Polres Metro Tangerang Kota berhasil mengungkap peredaran obat keras ilegal dalam jumlah besar setelah menggerebek sebuah kontrakan yang dijadikan gudang penyimpanan di wilayah Tangerang. Dalam operasi tersebut, polisi menyita sebanyak 135.346 butir obat keras dari berbagai jenis, termasuk tramadol, hexymer, dan PCC.
Pemasok Utama Masih Buron
Kapolres Metro Tangerang Kota Kombes Pol. Raden Muhammad Jauhari menyatakan bahwa pihaknya saat ini tengah memburu pemasok utama yang diduga menjadi sumber peredaran obat keras tersebut. “Kami sedang melakukan pengejaran terhadap pemasok yang menjadi otak di balik jaringan ini,” ujarnya, Minggu (14/6/2026).
Jumlah barang bukti yang diamankan menunjukkan bahwa aktivitas peredaran obat keras ini berlangsung dalam skala besar dan berpotensi membahayakan masyarakat, terutama kalangan remaja. “Obat-obatan ini kerap disalahgunakan dan menjadi pemicu tindak kriminal serta kenakalan remaja.
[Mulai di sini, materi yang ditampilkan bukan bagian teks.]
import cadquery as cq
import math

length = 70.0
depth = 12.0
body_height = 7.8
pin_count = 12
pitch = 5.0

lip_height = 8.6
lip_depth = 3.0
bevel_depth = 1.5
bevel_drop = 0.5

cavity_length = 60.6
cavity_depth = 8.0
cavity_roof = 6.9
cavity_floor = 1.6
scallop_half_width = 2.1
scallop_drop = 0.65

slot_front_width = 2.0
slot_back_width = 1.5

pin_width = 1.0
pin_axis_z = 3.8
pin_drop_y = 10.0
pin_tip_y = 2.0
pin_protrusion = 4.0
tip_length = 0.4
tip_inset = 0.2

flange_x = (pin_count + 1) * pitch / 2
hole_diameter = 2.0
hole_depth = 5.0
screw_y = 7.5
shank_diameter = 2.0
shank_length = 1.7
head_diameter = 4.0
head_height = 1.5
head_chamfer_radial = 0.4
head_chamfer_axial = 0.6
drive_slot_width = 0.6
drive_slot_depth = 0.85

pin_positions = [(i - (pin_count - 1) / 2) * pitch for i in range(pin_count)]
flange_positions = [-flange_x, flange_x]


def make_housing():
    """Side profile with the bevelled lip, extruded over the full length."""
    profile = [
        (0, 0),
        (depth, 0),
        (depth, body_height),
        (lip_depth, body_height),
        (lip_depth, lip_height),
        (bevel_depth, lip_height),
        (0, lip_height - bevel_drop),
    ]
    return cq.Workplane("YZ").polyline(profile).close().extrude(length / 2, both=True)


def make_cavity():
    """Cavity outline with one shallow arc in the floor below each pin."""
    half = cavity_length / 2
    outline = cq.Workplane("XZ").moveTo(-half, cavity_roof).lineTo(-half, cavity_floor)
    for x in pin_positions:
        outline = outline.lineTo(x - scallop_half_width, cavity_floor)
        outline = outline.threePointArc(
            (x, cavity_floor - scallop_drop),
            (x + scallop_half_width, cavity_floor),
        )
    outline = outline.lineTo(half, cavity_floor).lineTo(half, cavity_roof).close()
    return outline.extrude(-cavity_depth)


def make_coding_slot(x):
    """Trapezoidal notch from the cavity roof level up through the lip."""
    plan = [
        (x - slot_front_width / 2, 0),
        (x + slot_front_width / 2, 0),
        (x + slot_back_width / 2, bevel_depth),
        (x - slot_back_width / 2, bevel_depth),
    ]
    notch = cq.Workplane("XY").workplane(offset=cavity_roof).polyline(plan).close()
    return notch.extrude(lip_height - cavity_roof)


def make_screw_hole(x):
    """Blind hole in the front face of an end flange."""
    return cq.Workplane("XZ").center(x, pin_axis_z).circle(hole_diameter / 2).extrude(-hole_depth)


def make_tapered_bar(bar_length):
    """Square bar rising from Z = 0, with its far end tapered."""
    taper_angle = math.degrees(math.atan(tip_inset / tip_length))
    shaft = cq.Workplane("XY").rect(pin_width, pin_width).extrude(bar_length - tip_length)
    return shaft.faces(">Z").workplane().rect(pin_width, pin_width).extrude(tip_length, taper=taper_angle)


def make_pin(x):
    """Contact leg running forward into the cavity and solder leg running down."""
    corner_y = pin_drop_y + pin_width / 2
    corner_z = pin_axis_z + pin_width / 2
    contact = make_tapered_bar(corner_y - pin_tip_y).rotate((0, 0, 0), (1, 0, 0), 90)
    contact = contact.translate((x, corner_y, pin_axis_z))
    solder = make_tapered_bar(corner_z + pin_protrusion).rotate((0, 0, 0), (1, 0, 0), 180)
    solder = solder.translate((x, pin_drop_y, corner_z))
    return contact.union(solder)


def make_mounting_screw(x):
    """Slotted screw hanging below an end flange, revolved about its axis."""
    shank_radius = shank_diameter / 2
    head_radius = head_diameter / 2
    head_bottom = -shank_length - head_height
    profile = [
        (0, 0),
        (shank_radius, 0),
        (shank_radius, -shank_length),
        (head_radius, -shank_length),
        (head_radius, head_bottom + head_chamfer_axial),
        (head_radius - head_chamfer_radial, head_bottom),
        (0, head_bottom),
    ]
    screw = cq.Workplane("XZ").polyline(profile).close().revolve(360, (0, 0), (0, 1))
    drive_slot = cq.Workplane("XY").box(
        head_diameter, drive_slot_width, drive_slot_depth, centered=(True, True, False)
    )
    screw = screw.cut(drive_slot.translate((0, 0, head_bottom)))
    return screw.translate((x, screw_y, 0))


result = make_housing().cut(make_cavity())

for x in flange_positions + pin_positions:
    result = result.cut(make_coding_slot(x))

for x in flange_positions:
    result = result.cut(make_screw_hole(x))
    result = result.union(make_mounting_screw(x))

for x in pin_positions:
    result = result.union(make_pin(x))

Oleh karena itu, kami akan terus mengembangkan penyelidikan untuk mengungkap pemasok utama dan jaringan yang lebih luas,” tegas Kombes Pol. Raden Muhammad Jauhari.
Dua Tersangka Diamankan
Sebelumnya, pada Jumat 12 Juni 2026, Polsek Benda berhasil mengungkap peredaran obat keras daftar G tanpa izin edar. Dalam operasi itu, polisi mengamankan dua orang terduga pelaku, yakni FN alias Botil (25) dan R alias Idung (24). Keduanya diduga berperan dalam jaringan distribusi obat keras ilegal di Tangerang.
Kapolsek Benda AKP Sriyono menjelaskan bahwa pengungkapan kasus berawal dari laporan masyarakat tentang maraknya transaksi obat keras jenis tramadol dan heximer secara cash on delivery (COD) di kawasan Poris. Setelah mengidentifikasi ciri-ciri pelaku, anggota berhasil menangkap seorang pria yang membawa obat keras tanpa izin edar. Pengembangan lebih lanjut membawa petugas ke sebuah kontrakan yang dijadikan gudang penyimpanan.
Barang Bukti yang Disita
Dari penggerebekan tersebut, polisi menyita barang bukti antara lain:
- 78.510 butir Tryhex
- 45.200 butir Hexymer
- 5.306 butir Tramadol
- 6.000 butir PCC
- 190 butir Merlopam
- 130 butir Alprazolam dan Riklona
- Dua unit telepon genggam yang digunakan untuk transaksi
- Satu unit printer kemasan
- Satu unit sepeda motor
Komitmen Berantas Peredaran Obat Ilegal
Kapolres Metro Tangerang Kota menegaskan bahwa kasus ini menjadi bagian dari komitmen polisi dalam memberantas penyalahgunaan obat-obatan berbahaya. “Kami akan terus meningkatkan patroli, penyelidikan, dan penindakan terhadap peredaran obat keras ilegal. Kami berharap masyarakat tidak ragu melaporkan setiap aktivitas mencurigakan melalui layanan kepolisian maupun Call Center 110 yang siap melayani selama 24 jam,” pungkasnya.